*** Extracted data Section Begins ***
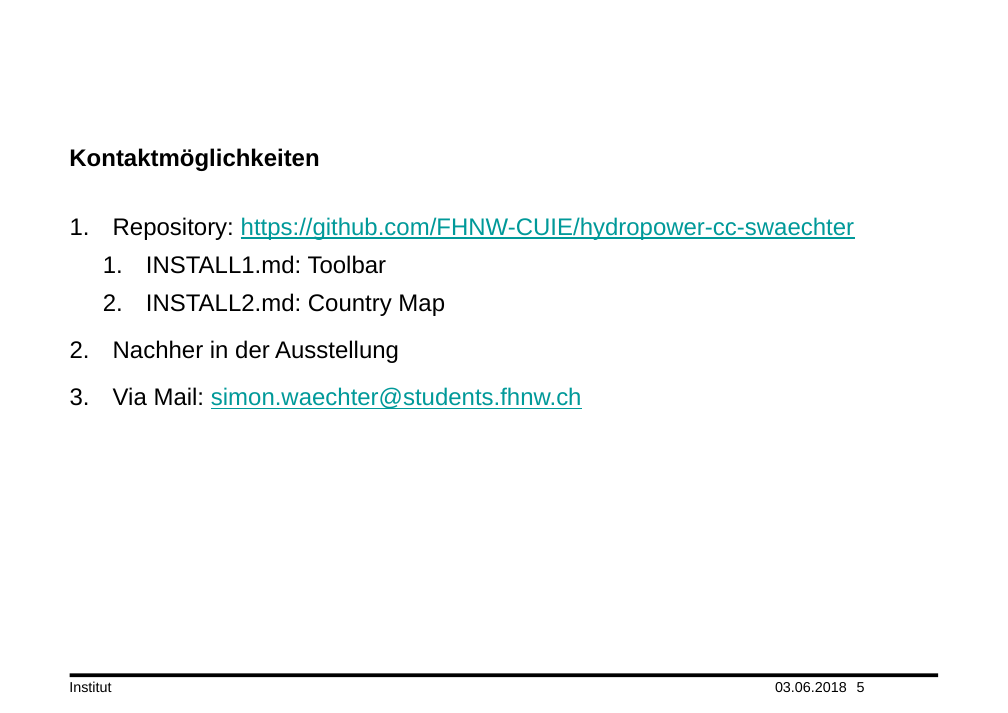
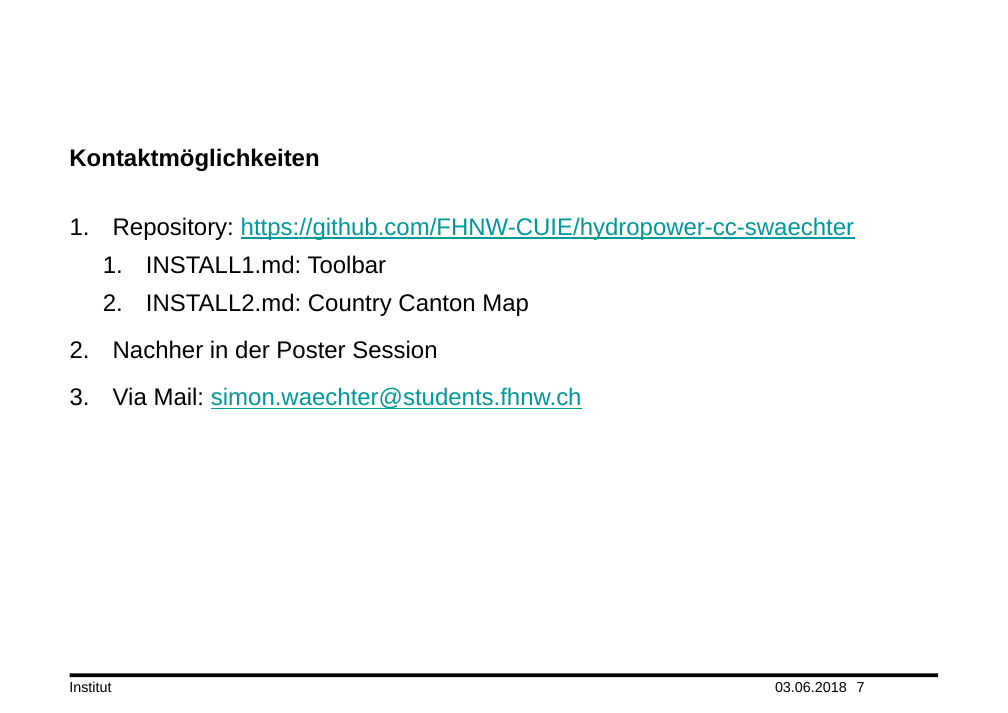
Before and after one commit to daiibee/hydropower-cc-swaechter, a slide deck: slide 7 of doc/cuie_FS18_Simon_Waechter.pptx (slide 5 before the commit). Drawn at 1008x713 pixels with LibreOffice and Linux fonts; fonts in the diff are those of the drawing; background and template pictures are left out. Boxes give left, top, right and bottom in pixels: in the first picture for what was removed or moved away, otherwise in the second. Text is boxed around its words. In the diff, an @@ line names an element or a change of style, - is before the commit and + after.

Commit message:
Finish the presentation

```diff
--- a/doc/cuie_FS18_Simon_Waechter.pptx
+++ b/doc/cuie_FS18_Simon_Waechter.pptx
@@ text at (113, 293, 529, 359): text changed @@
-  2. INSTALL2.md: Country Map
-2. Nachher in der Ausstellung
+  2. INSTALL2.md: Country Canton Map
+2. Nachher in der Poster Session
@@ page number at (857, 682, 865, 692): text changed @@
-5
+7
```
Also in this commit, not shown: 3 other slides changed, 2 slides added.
*** Extracted data Section Ends ***
_Action item_. Set every record down again verbatim, without pictures.

_Exercise output_.
Before and after one commit to daiibee/hydropower-cc-swaechter, a slide deck: slide 7 of doc/cuie_FS18_Simon_Waechter.pptx (slide 5 before the commit). Drawn at 1008x713 pixels with LibreOffice and Linux fonts; fonts in the diff are those of the drawing; background and template pictures are left out. Boxes give left, top, right and bottom in pixels: in the first picture for what was removed or moved away, otherwise in the second. Text is boxed around its words. In the diff, an @@ line names an element or a change of style, - is before the commit and + after.

Commit message:
Finish the presentation

```diff
--- a/doc/cuie_FS18_Simon_Waechter.pptx
+++ b/doc/cuie_FS18_Simon_Waechter.pptx
@@ text at (113, 293, 529, 359): text changed @@
-  2. INSTALL2.md: Country Map
-2. Nachher in der Ausstellung
+  2. INSTALL2.md: Country Canton Map
+2. Nachher in der Poster Session
@@ page number at (857, 682, 865, 692): text changed @@
-5
+7
```
Also in this commit, not shown: 3 other slides changed, 2 slides added.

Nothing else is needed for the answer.